Our advocacy was partially successful: to my surprise, the DC Council’s redistricting committee’s final map proposal did not draw the border north of 15th & C St NE. However, we shouldn’t declare victory just yet. We should show solidarity with our neighbors around 15th St NE south of C St NE—who were just as instrumental in supporting the political unity of our neighborhood around Miner Elementary School. 

As I’ll continue to emphasize, many of us would love to live in either Ward 7 or Ward 6. Our concern is proposed ward boundaries that use narrow residential streets such as 15th St NE as opposed to any wider street.

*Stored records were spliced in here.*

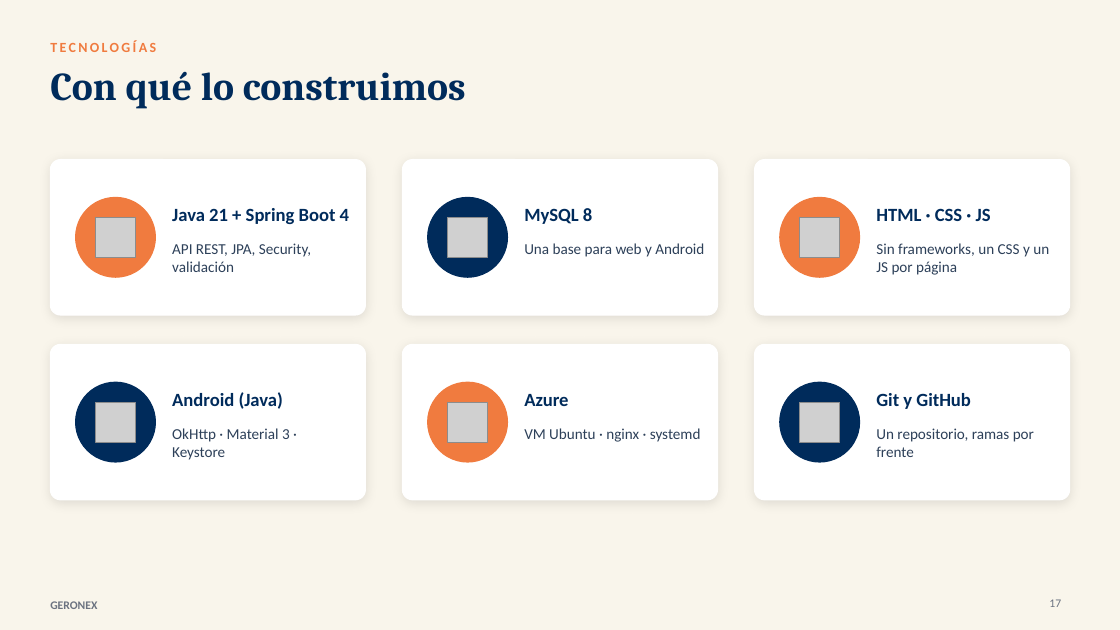
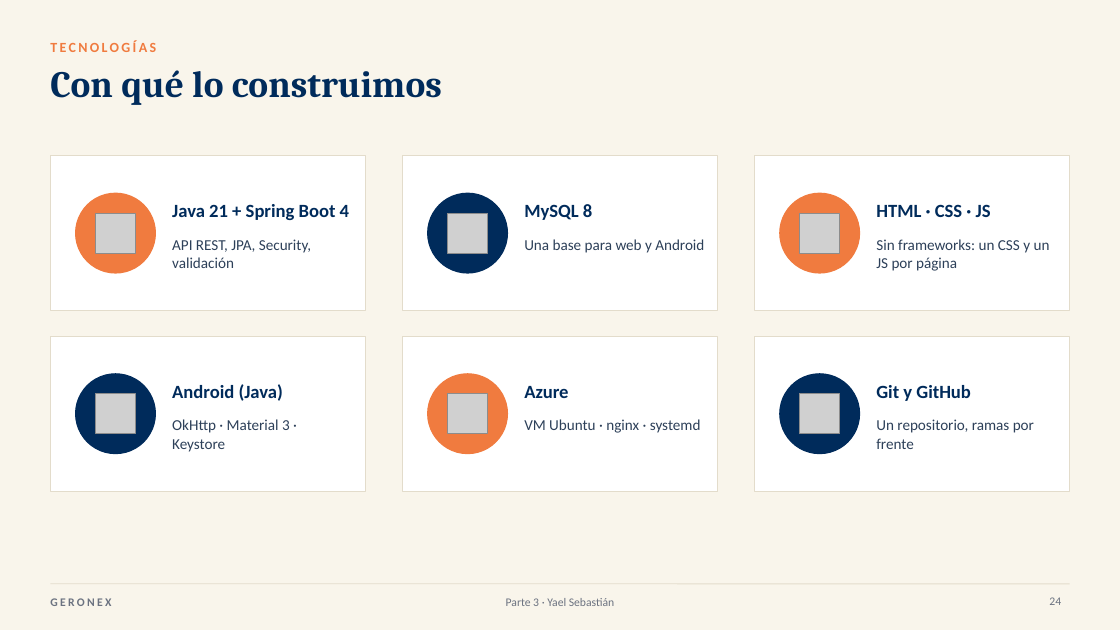
Before and after one commit to DavidVerguita/GERONEX_Equipo5, a slide deck: slide 24 of docs/Presentacion_GERONEX_Final.pptx (slide 17 before the commit). Drawn at 1120x630 pixels with LibreOffice and Linux fonts; fonts in the diff are those of the drawing; grey boxes stand for pictures. Boxes give left, top, right and bottom in pixels: in the first picture for what was removed or moved away, otherwise in the second. Text is boxed around its words. In the diff, an @@ line names an element or a change of style, - is before the commit and + after.

```diff
--- a/docs/Presentacion_GERONEX_Final.pptx
+++ b/docs/Presentacion_GERONEX_Final.pptx
@@ title "Con qué lo construimos" at [50, 70, 442, 105]: size 34 to 32 pt @@
@@ rounded rectangle removed at [50, 160, 365, 315] @@
@@ rectangle added at [50, 155, 365, 311], fill #FFFFFF, outline #E3DCCB 0.75 pt @@
@@ rounded rectangle removed at [402, 160, 718, 315] @@
@@ rectangle added at [402, 155, 718, 311], fill #FFFFFF, outline #E3DCCB 0.75 pt @@
@@ rounded rectangle removed at [755, 160, 1070, 315] @@
@@ rectangle added at [755, 155, 1070, 311], fill #FFFFFF, outline #E3DCCB 0.75 pt @@
@@ 5 texts, 3 pictures, 3 ellipses: place and size @@
-5 texts, 3 pictures, 3 ellipses at [76, 197, 991, 277]
+5 texts, 3 pictures, 3 ellipses at [76, 193, 991, 273]
@@ text at [876, 239, 1050, 271]: text changed @@
-Sin frameworks, un CSS y un JS por página
+Sin frameworks: un CSS y un JS por página
@@ rounded rectangle removed at [50, 344, 365, 500] @@
@@ rectangle added at [50, 336, 365, 492], fill #FFFFFF, outline #E3DCCB 0.75 pt @@
@@ rounded rectangle removed at [402, 344, 718, 500] @@
@@ rectangle added at [402, 336, 718, 492], fill #FFFFFF, outline #E3DCCB 0.75 pt @@
@@ rounded rectangle removed at [755, 344, 1070, 500] @@
@@ rectangle added at [755, 336, 1070, 492], fill #FFFFFF, outline #E3DCCB 0.75 pt @@
@@ 6 texts, 3 pictures, 3 ellipses: place and size @@
-6 texts, 3 pictures, 3 ellipses at [76, 382, 1034, 462]
+6 texts, 3 pictures, 3 ellipses at [76, 374, 1034, 454]
@@ text "GERONEX" at [50, 598, 111, 606]: letter spacing 0 to 2 pt @@
@@ line added from (50, 584) to (1070, 584), #E3DCCB 0.75 pt @@
@@ text added at [506, 598, 614, 606], 10 pt, text #6B7280 @@
+Parte 3 · Yael Sebastián
@@ page number at [1049, 597, 1061, 605]: text changed @@
-17
+24
```
Also in this commit, not shown: 16 other slides changed, 9 slides added, 1 slide removed, 39 other files.

Even 8th St NE (with no elementary schools) and/or 11th St SE (a significant thoroughfare with fewer residences) would serve as more suitable ward borders. Under the redistricting scenario where northern 15th St NE becomes a ward border, ANC 6A residents who live on the west side of 15th St NE and send their kids to a redistricted Miner Elementary a few feet away will not be able to vote for the Ward 7 State Board of Education member representing Miner. Our rich history of ANC 6A grants to Miner, Ward 6 Mutual Aid tabling in the Miner parking lot, and 6A meetings inside Miner would face similar challenges. Residential parking boundaries and school enrollment boundaries will not change, but all political boundaries will change, affecting our ward councilmembers, Board of Education members, and ANC representatives.

(Screenshot of the DC Council redistricting committee’s map proposal, which draws a Ward 6/7 border that follows the Anacostia River to the East Capitol St NE bridge. The border then runs west on C St NE and then south on 15th St NE.)

Special ANC 6A Meeting on Redistricting: Thursday, December 2, 7:00pm, Zoom

You can create your own redistricting map and/or fiddle with various proposals’ boundaries here! https://dcredistricting.esriemcs.com/redistricting/

Weigh in on redistricting with all of the other volunteer ANC 6A Commissioners who have generously agreed to host a special meeting on Zoom at 7:00pm this Thursday. See our agenda and link here: https://anc6a.org/agendas/.

Our usual ANC 6A meeting covering other hyperlocal matters will take place on the second Thursday, December 9. This meeting and other committee meetings will wrap up my first full year as Commissioner, and I can’t wait for next year. I want to again thank my neighbors, campaign supporters, and everybody who helped us improve access to local politics with ANC 6A’s new Zoom meetings that broke public attendance records; new Google Group with 1,000+ neighbors; DC’s newly funded Office on Deaf, DeafBlind, and Hard of Hearing, and more.

(Some of the ANC 6A “family” enjoying post-Thanksgiving “pies in the park.” Left to right: Webmaster Renee Dworakowski, Community Outreach Committee member Stefany Thangavelu, Commissioner Laura Gentile, Economic Development and Zoning Chair Brad Greenfield, Commissioner Sondra Phillips-Gilbert, Commissioner Mike Soderman, Commissioner Robb Dooling, and Chair Amber Gove.)